Genetic testing of tumours from companion animals has shown there is genetic diversity, like what is seen in humans, in contrast to the genetic homogeneity seen in mice. Our pet dogs and cats represent almost perfect models to investigate the effectiveness of new disease treatments.

We have an extremely talented team of cancer scientists, veterinary surgical oncologists and medical oncologists with tremendous experience conducting companion animal cancer clinical trials. In these trials, we treat pets with conventional cancer therapies, but we also use novel, cutting-edge therapies developed by our team. These include anti-cancer viruses, therapies to restrict blood flow to tumours and treatments to activate the immune system.

Identifying therapies

We have recently undertaken an aggressive initiative where we are partnering with cancer clinicians that treat people with cancer. With these partnerships, we can take a therapy from testing in cancer cells and mice to companion animal cancer trials, and ultimately to humans. This is known as translational research.

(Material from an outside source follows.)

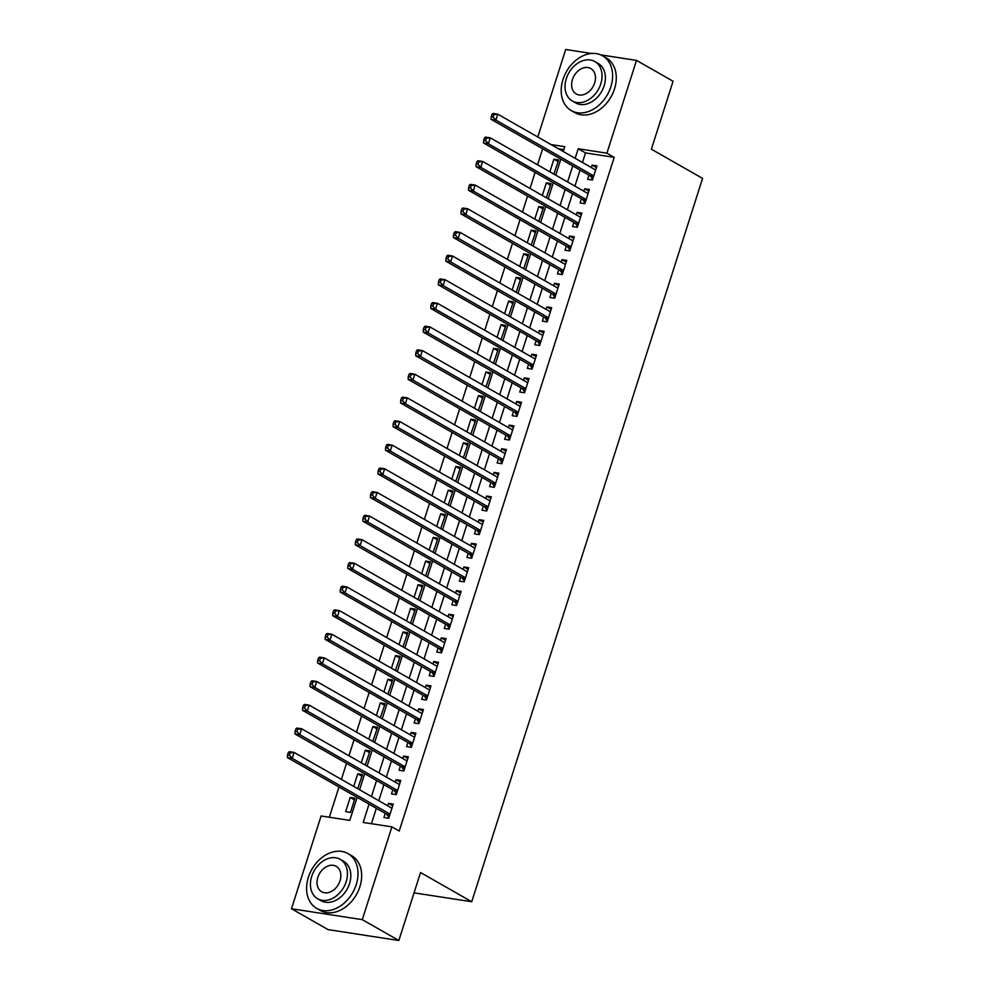 <?xml version="1.0" encoding="UTF-8"?>
<svg xmlns="http://www.w3.org/2000/svg" width="990" height="990" viewBox="0 0 990 990"><rect width="100%" height="100%" fill="white"/><g stroke="black" fill="none" stroke-linecap="round" stroke-linejoin="round"><path stroke-width="1.49" d="M600.794 54.895L636.508 60.39L673.076 81.242L651.383 149.205L702.566 178.398L471.723 901.729L420.54 872.537L398.846 940.5L328.036 929.61L291.481 908.758L321.094 815.97L349.792 820.388L357.143 797.358M542.668 148.76L537.545 164.798M535.12 172.396L530.009 188.434M527.583 196.032L522.46 212.083M520.035 219.669L514.911 235.719M512.498 243.317L507.375 259.355M504.95 266.954L499.826 282.992M497.401 290.59L492.29 306.628M489.864 314.226L484.741 330.264M482.316 337.862L477.192 353.913M474.779 361.499L469.656 377.549M467.231 385.147L462.107 401.185M459.682 408.783L454.571 424.821M452.145 432.42L447.022 448.458M444.597 456.056L439.473 472.094M437.048 479.692L431.937 495.743M429.512 503.328L424.388 519.379M421.963 526.977L416.852 543.015M414.426 550.613L409.303 566.651M406.878 574.25L401.754 590.288M399.329 597.886L394.218 613.924M391.793 621.522L386.669 637.572M384.244 645.158L379.121 661.209M376.707 668.807L371.584 684.845M369.159 692.443L364.035 708.481M361.61 716.079L356.499 732.117M354.074 739.716L348.95 755.754M346.525 763.352L341.401 779.402M338.988 786.988L329.324 817.245M537.78 136.991L565.698 49.5L591.525 53.472M588.951 175.156L587.639 179.289L592.416 180.031L596.945 165.85L592.156 165.107L591.376 167.558M581.415 198.792L580.091 202.938L584.88 203.668L589.396 189.486L584.62 188.756L583.84 191.206M573.866 222.428L572.542 226.574L577.331 227.304L581.86 213.122L577.071 212.392L576.291 214.842M566.317 246.077L565.005 250.21L569.782 250.94L574.311 236.758L569.535 236.028L568.743 238.479M558.781 269.713L557.457 273.846L562.246 274.589L566.775 260.395L561.986 259.665L561.206 262.115M551.232 293.349L549.92 297.483L554.697 298.225L559.226 284.043L554.437 283.301L553.658 285.751M543.696 316.986L542.371 321.119L547.161 321.861L551.678 307.68L546.901 306.937L546.109 309.387M536.147 340.622L534.823 344.768L539.612 345.498L544.141 331.316L539.352 330.586L538.572 333.036M528.598 364.271L527.286 368.404L532.063 369.134L536.592 354.952L531.803 354.222L531.024 356.672M521.062 387.907L519.738 392.04L524.527 392.77L529.044 378.588L524.267 377.858L523.487 380.308M513.513 411.543L512.189 415.676L516.978 416.419L521.507 402.237L516.718 401.495L515.939 403.945M505.977 435.179L504.653 439.312L509.429 440.055L513.958 425.873L509.182 425.131L508.39 427.581M498.428 458.815L497.104 462.949L501.893 463.691L506.422 449.51L501.633 448.767L500.853 451.217M490.879 482.452L489.567 486.597L494.344 487.328L498.873 473.146L494.084 472.416L493.305 474.866M483.343 506.1L482.019 510.234L486.808 510.964L491.325 496.782L486.548 496.052L485.768 498.502M475.794 529.737L474.47 533.87L479.259 534.6L483.788 520.418L478.999 519.688L478.22 522.138M468.245 553.373L466.933 557.506L471.71 558.249L476.239 544.067L471.463 543.324L470.671 545.775M460.709 577.009L459.385 581.142L464.174 581.885L468.703 567.703L463.914 566.961L463.134 569.411M453.16 600.645L451.848 604.779L456.625 605.521L461.154 591.339L456.365 590.597L455.586 593.047M445.624 624.282L444.3 628.427L449.089 629.157L453.606 614.976L448.829 614.245L448.037 616.696M438.075 647.93L436.751 652.063L441.54 652.794L446.069 638.612L441.28 637.882L440.5 640.332M430.526 671.566L429.214 675.7L433.991 676.43L438.521 662.248L433.731 661.518L432.952 663.968M422.99 695.203L421.666 699.336L426.455 700.079L430.972 685.897L426.195 685.154L425.415 687.605M415.441 718.839L414.117 722.972L418.906 723.715L423.435 709.533L418.646 708.791L417.867 711.241M407.905 742.475L406.581 746.609L411.357 747.351L415.887 733.169L411.11 732.427L410.318 734.877M400.356 766.112L399.032 770.257L403.821 770.987L408.35 756.805L403.561 756.075L402.782 758.526M392.807 789.76L391.496 793.893L396.272 794.624L400.802 780.442L396.012 779.712L395.233 782.162M354.445 799.883L350.2 797.457L345.671 811.639L350.46 812.382L354.977 798.2L350.2 797.457M361.993 776.247L357.736 773.821L353.727 786.419M369.53 752.598L365.285 750.185L361.263 762.783M377.079 728.962L372.834 726.549L368.812 739.146M384.615 705.326L380.37 702.9L376.349 715.51M392.164 681.689L387.919 679.264L383.897 691.874M399.713 658.053L395.468 655.627L391.446 668.225M407.249 634.417L403.004 631.991L398.982 644.589M414.798 610.768L410.553 608.355L406.531 620.953M422.346 587.132L418.089 584.719L414.068 597.317M429.883 563.496L425.638 561.07L421.616 573.68M437.432 539.859L433.187 537.434L429.165 550.044M444.968 516.223L440.723 513.798L436.701 526.395M452.517 492.587L448.272 490.161L444.25 502.759M460.065 468.938L455.808 466.525L451.786 479.123M467.602 445.302L463.357 442.889L459.335 455.487M475.15 421.666L470.906 419.24L466.884 431.85M482.687 398.029L478.442 395.604L474.42 408.214M490.236 374.393L485.991 371.968L481.969 384.565M497.784 350.757L493.54 348.332L489.518 360.929M505.321 327.108L501.076 324.695L497.054 337.293M512.87 303.472L508.625 301.059L504.603 313.657M520.406 279.836L516.161 277.41L512.139 290.021M527.955 256.2L523.71 253.774L519.688 266.384M535.503 232.563L531.259 230.138L527.237 242.736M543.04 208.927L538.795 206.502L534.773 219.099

With translational research, we can identify and discontinue therapies that are unlikely to have a clinical benefit. This could dramatically reduce the high failure rate we are currently seeing in cancer therapies tested in people. For therapies that show promise, we can revise, refine and improve the therapeutic approach, both in the companion animal trials, and in preclinical rodent models.

A dog at a veterinary
Researching treatments for cancer in companion animals can bring us closer to a human cure.
Image: Unsplash/Karsten Winegeart

Revised therapies can be further tested in companion animal trials, and then moved to human clinical trials. Our team can offer novel therapies that have been robustly tested and refined in preclinical trials and companion animal cancer patients.

Approaching a cure

A translational approach with companion animal models represents a shift in how we develop cancer therapies, and provides an exciting opportunity to develop effective therapies in both people and pets. And the promise of this approach extends beyond cancer to other conditions.

There are several other medical conditions that show a similarity of causes between humans and companion animals, such as osteoarthritis of the knee and hip and some psychiatric conditions such as obsessive-compulsive disorder.

From the kennel to a cure, translational research will change the landscape of disease therapy in Canada, and could dramatically improve the lives of Canadians and their pets.